I've been following the discussion
about Google and mirrored
information for some time. It is "common knowledge"
that Google
penalizes page rank when it determines that content is
duplicated somewhere else. In fact, I've read many experts
stating that there should be no duplicate domain names and
no
duplicate content anywhere.
On the face of it the arguments appear to be sound. Google
obviously has several billion pages in it's database and
could,
it appears, easily determine if content is duplicated. It
also
seems, again on the face of it, that it's reasonable to
check
for duplicate content, as this is the "mark of a spammer"
and
not necessary on the web with hyperlinking available. At
least,
this is the common wisdom.
However, sometimes what seems reasonable and possible is
not:
not by a long shot.
Let's begin with the technical side of things. You've got
domain x and domain y with exactly the same content. How
on
earth would Google be able to figure that out? Let's say
Google
had 3 billion pages in it's database. To compare every page
to
every page would be an enormous task - quadrillions of
comparisons.
Now, if site x had page "page1" which linked
to site y which
also had "page1", then it would be possible for
Google to
determine the duplicate content. Conceivably, it could check
this out.
Not only is the task enormous, but the benefit is so tiny
as to
be insignificant. Duplicate content does not imply in any
way
shape or form spamming. In actual fact, a duplicate site
is
generally going to lower page rank of BOTH sites. Instead
of
having 100 links to one site, there will presumably be 50
links
to one and 50 to another. This would tend (all things being
equal) to lower the page ranking of both sites. So Google
gains
nothing by this incredible expenditure of resources.
There are several reasons for duplicate content which have
nothing to do with spamming. Sometimes the content is actually
duplicated, and sometimes it's just that there are several
different domains (at least the www and non-www versions)
for
the same website
Mirroring a site for load balancing
- This is very common. The purpose is to split up
the traffic between two copies of the site.
Mirroring for region - Sometimes
site mirroring is done simply to make it more efficient
on the internet backbone itself. You might put an identical
copy of a site in Europe, for example, to reduce traffic
across the Atlantic, which should make it faster in European
countries.
Viral marketing - It's extremely
common to allow other sites to republish articles in return
for a link.
Different domain names - Sometimes
a site might be referenced on many different domain names.
You might want to allow the .com, .net and .org versions
of the name to all work the same, you might allow for common
misspellings or you might cover different keywords (sewing-tips
and sewing-secrets are examples of possible combinations).
Different domain names for different
markets - you might also want to reference your site
by different names in order to target different markets.
You could, for example, have a site about search engine
optimization and want to target both SEO and web designers.
Thus domain names like seo.com and webdesign.com would make
sense.
www - Any good webmaster
knows his or her site needs to be referenced with and without
the www.
Okay, so what's the smart thing to do?
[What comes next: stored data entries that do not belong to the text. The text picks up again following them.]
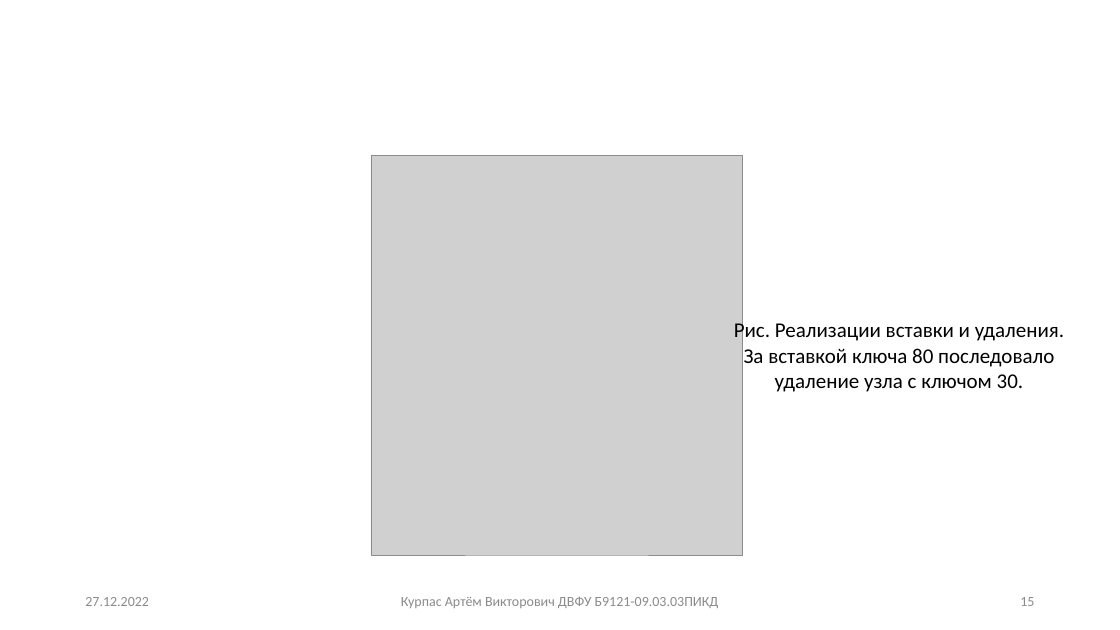
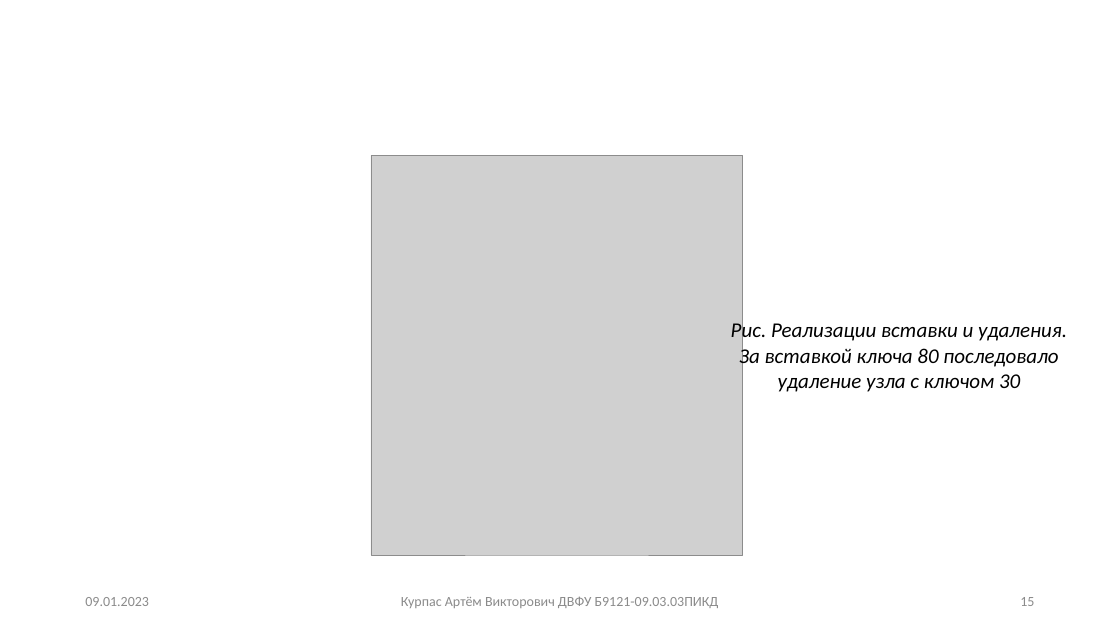
Before and after one commit to TheMeekrok/splay-aa-tree-aisd-2022, a slide deck: slide 15 of docs/presentation.pptx. Drawn at 1120x630 pixels with LibreOffice and Linux fonts; fonts in the diff are those of the drawing; grey boxes stand for pictures. Boxes give left, top, right and bottom in pixels: in the first picture for what was removed or moved away, otherwise in the second. Text is boxed around its words. In the diff, an @@ line names an element or a change of style, - is before the commit and + after.

```diff
--- a/docs/presentation.pptx
+++ b/docs/presentation.pptx
@@ text at (x1=731, y1=320, x2=1067, y2=392): text changed; italic on @@
-Рис. Реализации вставки и удаления. За вставкой ключа 80 последовало удаление узла с ключом 30.
+Рис. Реализации вставки и удаления. За вставкой ключа 80 последовало удаление узла с ключом 30
@@ text at (x1=85, y1=597, x2=149, y2=606): text changed @@
-27.12.2022
+09.01.2023
```
Also in this commit, not shown: 28 other slides changed, 9 slides added, 8 other files.
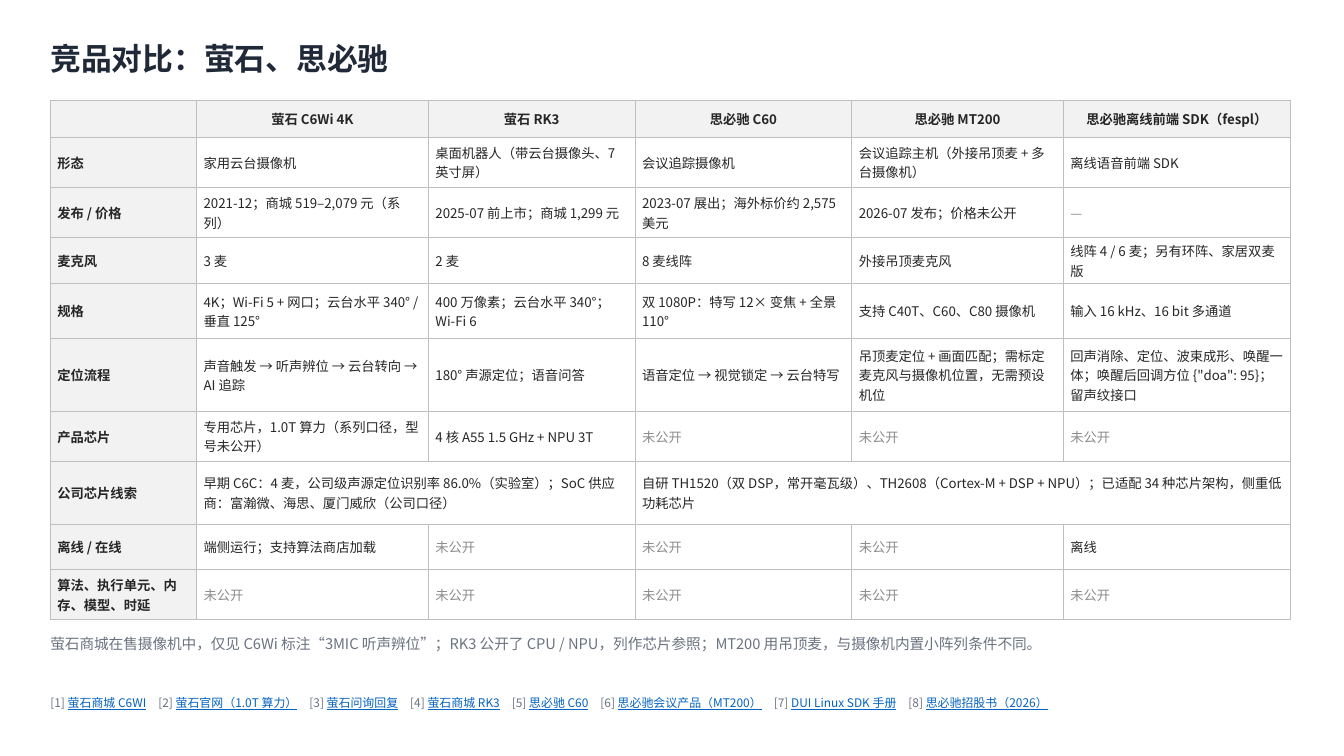
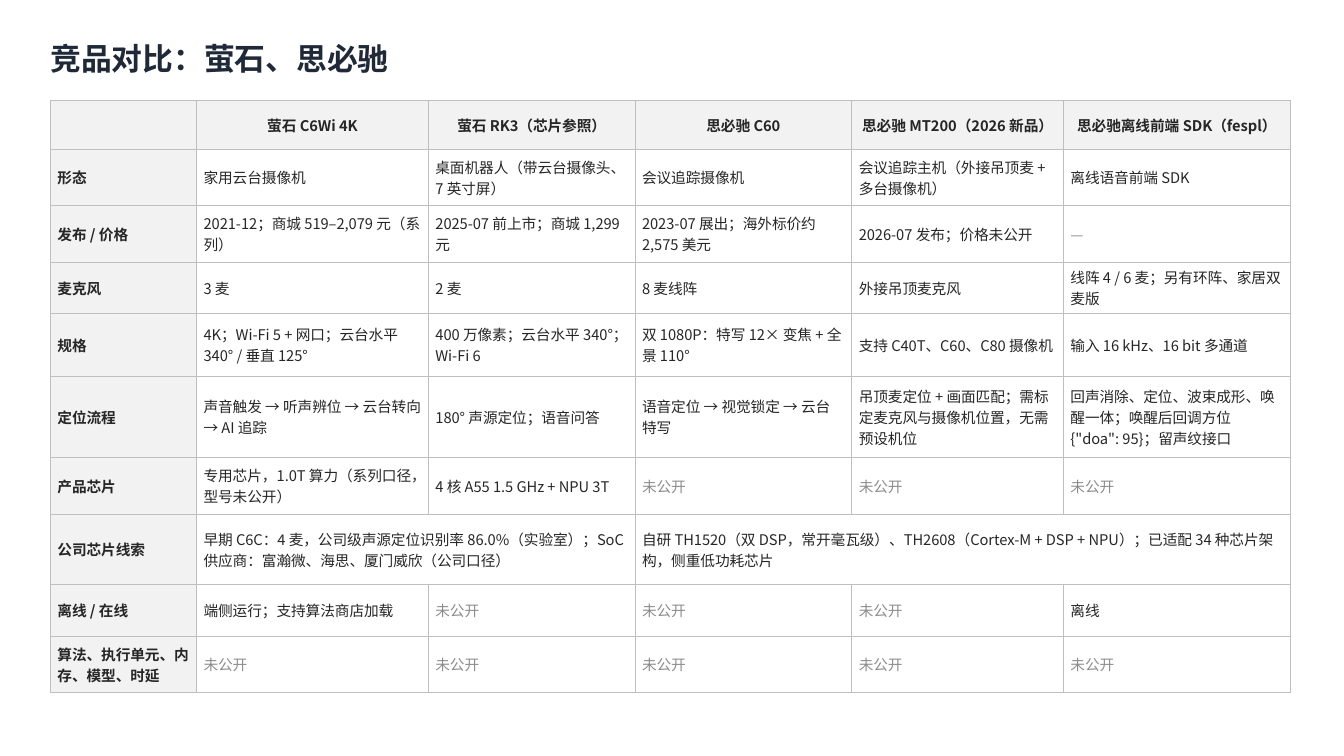
Before and after one commit to ZeroFoxxi/ssl-scene1, a slide deck: slide 1 of 竞品补充页_精简版.pptx. Drawn at 1344x756 pixels with LibreOffice and Linux fonts; fonts in the diff are those of the drawing. Boxes give left, top, right and bottom in pixels: in the first picture for what was removed or moved away, otherwise in the second. Text is boxed around its words. In the diff, an @@ line names an element or a change of style, - is before the commit and + after.

```diff
--- a/竞品补充页_精简版.pptx
+++ b/竞品补充页_精简版.pptx
@@ table at box(50, 101, 1291, 687) @@
-row 1, column 3: 萤石 RK3
+row 1, column 3: 萤石 RK3（芯片参照）
-row 1, column 5: 思必驰 MT200
+row 1, column 5: 思必驰 MT200（2026 新品）
@@ size 9.5 to 10.5 pt @@
@@ text removed at box(50, 636, 1042, 651) @@
-萤石商城在售摄像机中，仅见 C6Wi 标注“3MIC 听声辨位”；RK3 公开了 CPU / NPU，列作芯片参照；MT200 用吊顶麦，与摄像机内置小阵列条件不同。
@@ text removed at box(50, 697, 1048, 710) @@
-[1] 萤石商城 C6WI [2] 萤石官网（1.0T 算力） [3] 萤石问询回复 [4] 萤石商城 RK3 [5] 思必驰 C60 [6] 思必驰会议产品（MT200） [7] DUI Linux SDK 手册 [8] 思必驰招股书（2026）
```
Also in this commit, not shown: 2 other slides changed, 2 other files.
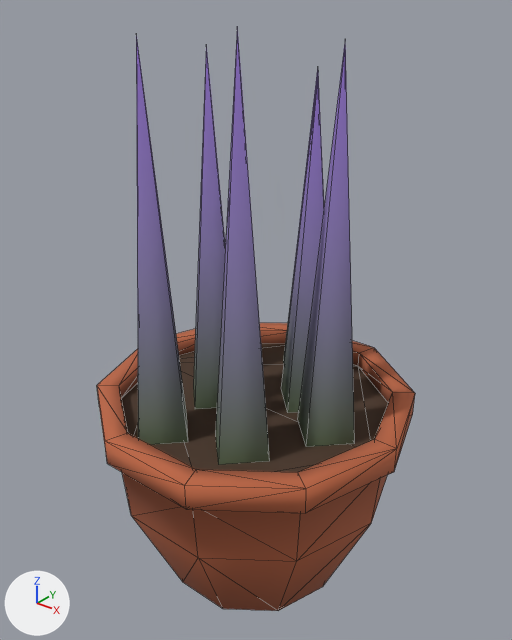
The glTF model games/yorimichi/assets/belmonte/meshes/SM_BM_BP_PotLavender.glb, before and after one commit.
Camera for both pictures: a camera (50 mm lens) standing at (0.622, -0.774, 0.945) and looking at (-0.003, 0.007, 0.462). Every picture has the same lights, and +X, +Y and +Z are marked at lower left. The first picture is the older version. Mesh edges are drawn as thin lines. Vertices at exactly the same position are counted once.

The first picture shows 'SM_BM_BP_PotLavender'.
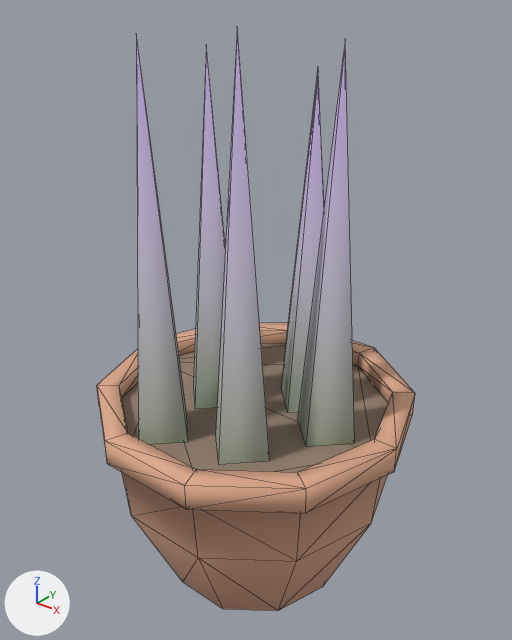
Where the change shows, as pixel boxes (x1, y1, x2, y2) in the pictures (512 x 640 px):
part 1 of me_sm_bp_potlavender, recoloured (orange to beige): (97, 323, 415, 610) in both
part 2 of me_sm_bp_potlavender, recoloured (lighter): (119, 331, 393, 611) in both
part 3 of me_sm_bp_potlavender, recoloured (lighter): (136, 29, 355, 465) in both

The change, as a diff of the scene's bpy script:
```diff
--- a/games/yorimichi/assets/belmonte/meshes/SM_BM_BP_PotLavender.glb.py
+++ b/games/yorimichi/assets/belmonte/meshes/SM_BM_BP_PotLavender.glb.py
@@ me_sm_bp_potlavender @@
 me_sm_bp_potlavender.from_pydata(...)  # 105 vertices, 156 faces; spans x -0.259..0.259, y -0.247..0.247, z 0.0..0.894
 # used by ob_sm_bm_bp_potlavender; location = (0.0, 0.0, 0.0)
+# me_sm_bp_potlavender part 1: 81 faces centred in x -0.243..0.243, y -0.247..0.247, z 0.125..0.34 are repainted in the vertex colours; the middle colour goes from orange #b36140 to beige #daa689
+# me_sm_bp_potlavender part 2: 47 faces centred in x -0.209..0.209, y -0.212..0.212, z 0.062..0.331 are repainted in the vertex colours; the middle colour goes from brown #904e33 to brown #c6967c
+# me_sm_bp_potlavender part 3: 28 faces centred in x -0.135..0.152, y -0.165..0.16, z 0.451..0.507 are repainted in the vertex colours; the middle colour goes from dark green #5c6b4d to grey #a2ad95
 me_sm_bp_potlavender.materials.append(mat_bm_000_m_vcol_015)
```
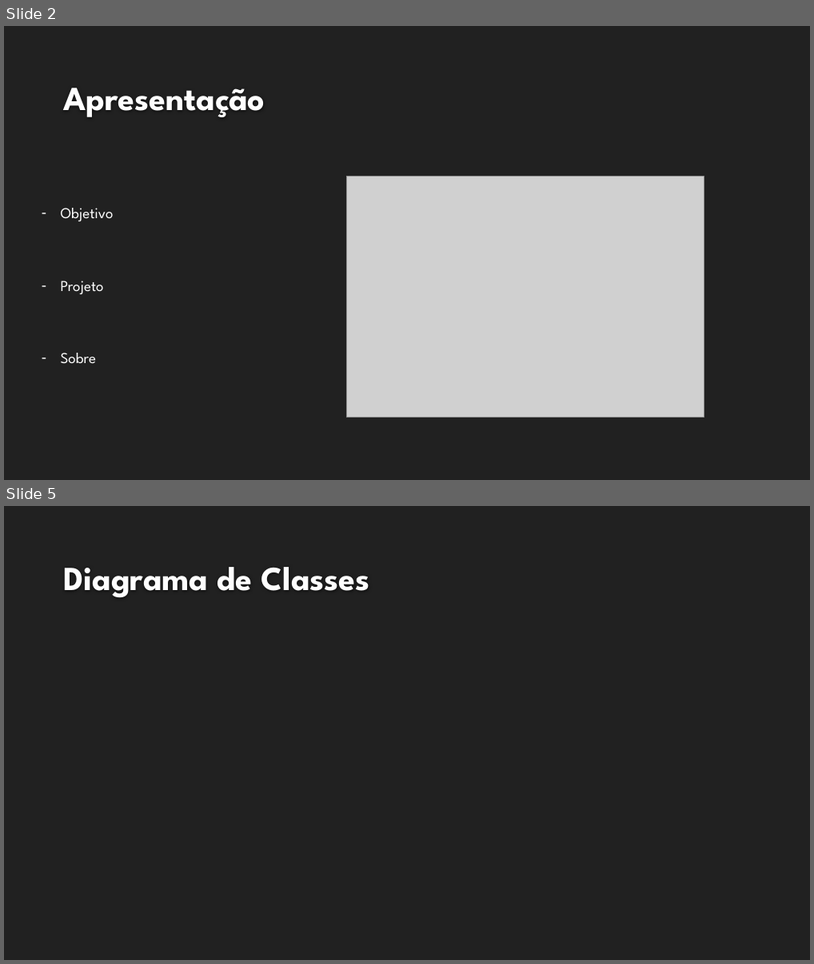
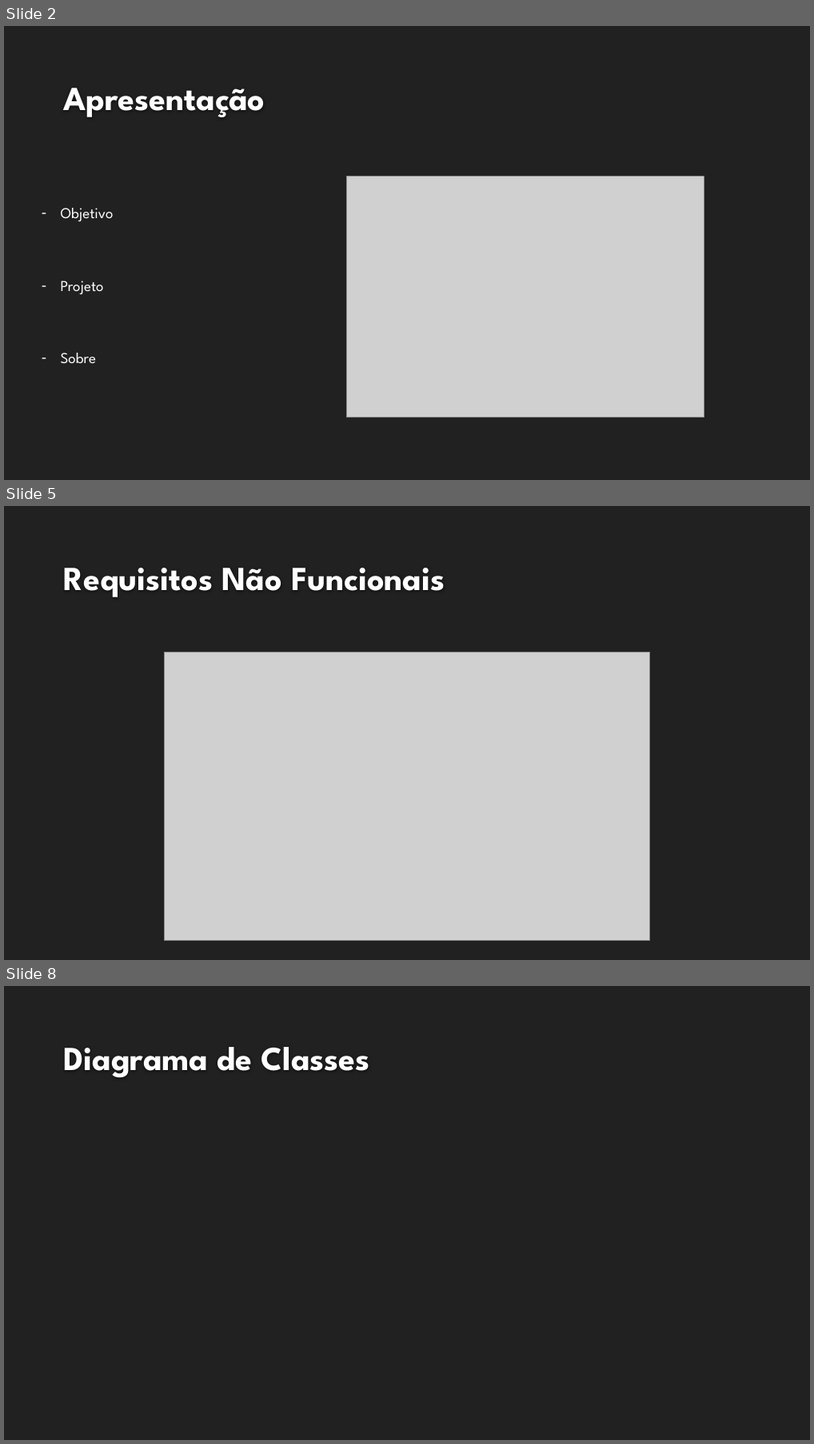
Before and after one commit to leaogui/IODWare, a slide deck: IODware.pptx. Shown one above the other, each under a label of ours: slides 2 and 5 before the commit, slides 2, 5 and 8 after it; the slides between them are not shown. The pictures are 814x964 and 814x1444 pixels, drawn with LibreOffice and Linux fonts; fonts in the diff are those of the drawing; grey boxes stand for pictures; background and template pictures are left out. Boxes give left, top, right and bottom in pixels: in the first picture for what was removed or moved away, otherwise in the second. Text is boxed around its words. In the diff, an @@ line names an element or a change of style, - is before the commit and + after.

```diff
--- a/IODware.pptx
+++ b/IODware.pptx
@@ slide 5 added at <box>4,506,810,960</box>, background #212121 @@
@@ title added at <box>64,568,445,597</box>, 40 pt, text #FEFEFE, bold @@
+Requisitos Não Funcionais
@@ picture added at <box>164,652,650,940</box> @@
@@ what was slide 5 is now slide 8 @@
```
Also in this commit, not shown: 2 slides changed, 2 other slides added.

Well, it is possible
that search engines do compare a limited number of pages
to
check for duplication. They could certainly check if someone
reported something, and they might check directly linked
pages
(although this is still a heck of a lot of overhead for
very
little benefit).
Of course, Google and the other search engines can account
for
a hefty percentage of the traffic received by a site. In
fact,
sometimes the number can exceed 70 percent. So it's wise
to
spend some time ensuring that you are totally clean when
it
comes to search engine optimization. In other words, a
technician from any search engine should be able to examine
your site down to it's smallest detail and find no evidence
of
any kind of search engine spamming (attempting to get higher
rankings by unethical means). This is absolutely critical
to a
site's survival for the long term.
Keeping that in mind, here's what I tend to do.
Multiple domains - Using
multiple domains to the same site has a tremendous number
of advantages. Thus, I tend to follow the advice given by
others: take advantage of permanent redirection. In other
words, set up a redirection (a 301 status code) which simply
tells the browser "this page has moved, proceed to
this page, and the move is permanent. This tells the spider
about the redirection with no possibility of misunderstanding,
yet allows for the multiple domains.
Republished articles - I
allow others to republish many of my articles, and at this
time I have records of over 10,000 of them all over the
internet on thousands of web sites. This is not a problem,
as these articles are sent in text format. The webmaster
must then drop this text into his site, which requires some
reformatting and shuffling around. Thus, the finished articles
may have the same text but the formatting is very, very
different. This is a highly respected method of gaining
a large number of incoming links: I give you something (an
article, i.e., content) and you give me something (a link
back to my site).
Mirroring - I haven't needed
to do this yet, so I have no advice as to what to do if
a site requires actual, physical multiple versions of itself.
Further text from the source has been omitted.